Матвей держит ровный тон, на лице – полуулыбка, руки в карманах, как в заключении. Чтобы не дергались? Лишь плечи то и дело вздымаются… Дескать, безобразие, но что тут поделаешь…
Отстранился. Умыл руки.
А Криста стервенеет и начинает действовать. Первый бросок – именно к Матвею. За инсайдовской информацией, как говорится.
Без утреннего Лининого звонка она вряд ли бы решилась обратиться за помощью к ее мужу. Тем более что пересеклась с ним всего-то несколько раз на Евиных Салонах, там не была ему внятно представлена и до вчерашнего дня даже не подозревала, что Лина и Матвей как-то связаны. В разговоре с Евой прояснилось, а так – откуда было догадаться? Фамилии разные, вместе ни разу не пришли, все порознь…
По пути на свой второй или третий Салон Криста случайно оказалась с Матвеем в одном вагоне метро. Он кивнул ей издалека и не подошел сам, но дорога-то от станции до Евиной высотки всего одна. Вынужденно шли рядом. Почти молча, усиленно избегая обращения. Вы да вы… Неловко. Но у Кристы в памяти была тогда лишь письменно ей известная фамилия попутчика и его инициалы, а он, видно, ее имени не запомнил. Глупая ситуация. Не станешь же представляться человеку, который первым с тобой поздоровался…

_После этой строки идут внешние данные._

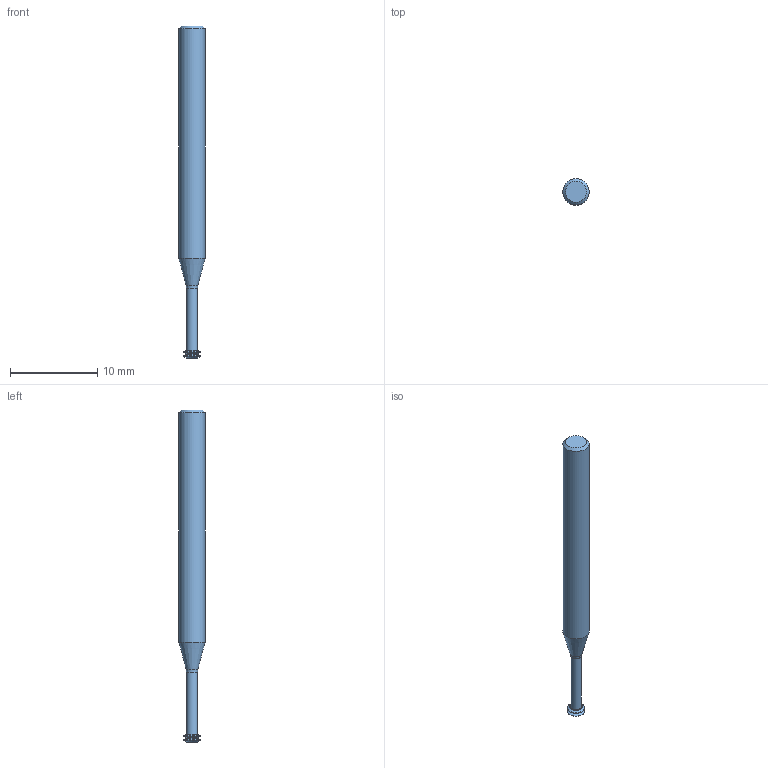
import cadquery as cq
import math


overall_length = 38.0
shank_radius = 3.0 / 2
shank_chamfer = 0.3

neck_radius = 1.26 / 2
neck_end_z = 8.0
taper_half_angle = math.radians(15)
blend_radius = 1.2

tooth_count = 2
tooth_pitch = 0.45
tooth_radius = 1.97 / 2
root_radius = 1.45 / 2
crest_width = 0.04
tip_radius = 0.625
head_length = tooth_count * tooth_pitch
flank_slope = math.tan(math.radians(30))

root_offset = crest_width / 2 + (tooth_radius - root_radius) * flank_slope
tip_offset = crest_width / 2 + (tooth_radius - tip_radius) * flank_slope


def blend_point(angle):
    """Point (radius, z) on the neck blend arc, turned by angle away from the straight neck."""
    radius = neck_radius + blend_radius * (1 - math.cos(angle))
    return radius, neck_end_z + blend_radius * math.sin(angle)


def add_teeth(outline):
    """Draw the tooth profile upwards from the tip, ending with a flat shoulder on the neck."""
    for index in range(tooth_count):
        centre_z = tip_offset + index * tooth_pitch
        if index > 0:
            outline = outline.lineTo(root_radius, centre_z - root_offset)
        outline = outline.lineTo(tooth_radius, centre_z - crest_width / 2)
        outline = outline.lineTo(tooth_radius, centre_z + crest_width / 2)
        outline = outline.lineTo(root_radius, centre_z + root_offset)
    return outline.lineTo(root_radius, head_length).lineTo(neck_radius, head_length)


def add_neck_and_taper(outline):
    """Draw the straight neck, the tangent blend and the cone up to the shank."""
    blend_end_radius, blend_end_z = blend_point(taper_half_angle)
    taper_end_z = blend_end_z + (shank_radius - blend_end_radius) / math.tan(taper_half_angle)
    outline = outline.lineTo(*blend_point(0))
    outline = outline.threePointArc(blend_point(taper_half_angle / 2), blend_point(taper_half_angle))
    return outline.lineTo(shank_radius, taper_end_z)


def add_shank(outline):
    """Draw the cylindrical shank with its chamfered end."""
    outline = outline.lineTo(shank_radius, overall_length - shank_chamfer)
    outline = outline.lineTo(shank_radius - shank_chamfer, overall_length)
    return outline.lineTo(0, overall_length)


half_section = cq.Workplane("XZ").lineTo(tip_radius, 0)
half_section = add_teeth(half_section)
half_section = add_neck_and_taper(half_section)
half_section = add_shank(half_section).close()

result = half_section.revolve(360, (0, 0, 0), (0, 1, 0))

Лина сразу отвечает на Кристин звонок, но, увы, Матвей уже в Цюрихе. Правда, она оказалась полностью в курсе архитектурного дела и, забыв про срочные сборы, подробно стала описывать ужасы, которые творят перестройщики Москвы. «Матвея пытались и запугать, и подкупить, чтобы он перестал писать и публиковать свои статьи!»
В общем, муж выходил самоотверженным героем. Несколько противоречило это отстраненному спокойствию того Матвея, который с экрана комментировал архитектурный беспредел. Да ладно, не в Матвее дело…
К пяти часам – стандартное время сдачи номера – у Кристы есть короткие интервью с главными фигурантами: с авторшей фильма и с пресс-секретарем начальника, закрывшего передачу. Успела! Но что это? Телефон редакции не отвечает… Курят они все прямо в комнате, кофе там же пьют… Куда подевались?
Черт, сегодня же выходной! Азартные часов не наблюдают…
Настало уже
Ева
Ева долго и упорно прорывается через частокол из коротких «пи-пи-пи». В мажорном, залихватском ладе уже минут десять аппарат сигнализирует ей, что на том конце занято. В минор надо бы его перевести, это пиканье. Мажор так же нелеп, как бодрый тон теледиктора при сообщении: «Число погибших в катастрофе достигло…» Чье это достижение?
Давно бы отступилась, если б не царапнувшее ощущение, что пора известить Кристу о своих пертурбациях. Интуиция. Не то чтоб всегда полагалась на свое предчувствие… Нет, конечно. Но почему-то именно сейчас, ранним вечером, и время есть поболтать, и настроение. Раз уж мировое месиво чужих мыслей и чувств ляпнуло пятно на внутреннюю гармонию, то выясним причину.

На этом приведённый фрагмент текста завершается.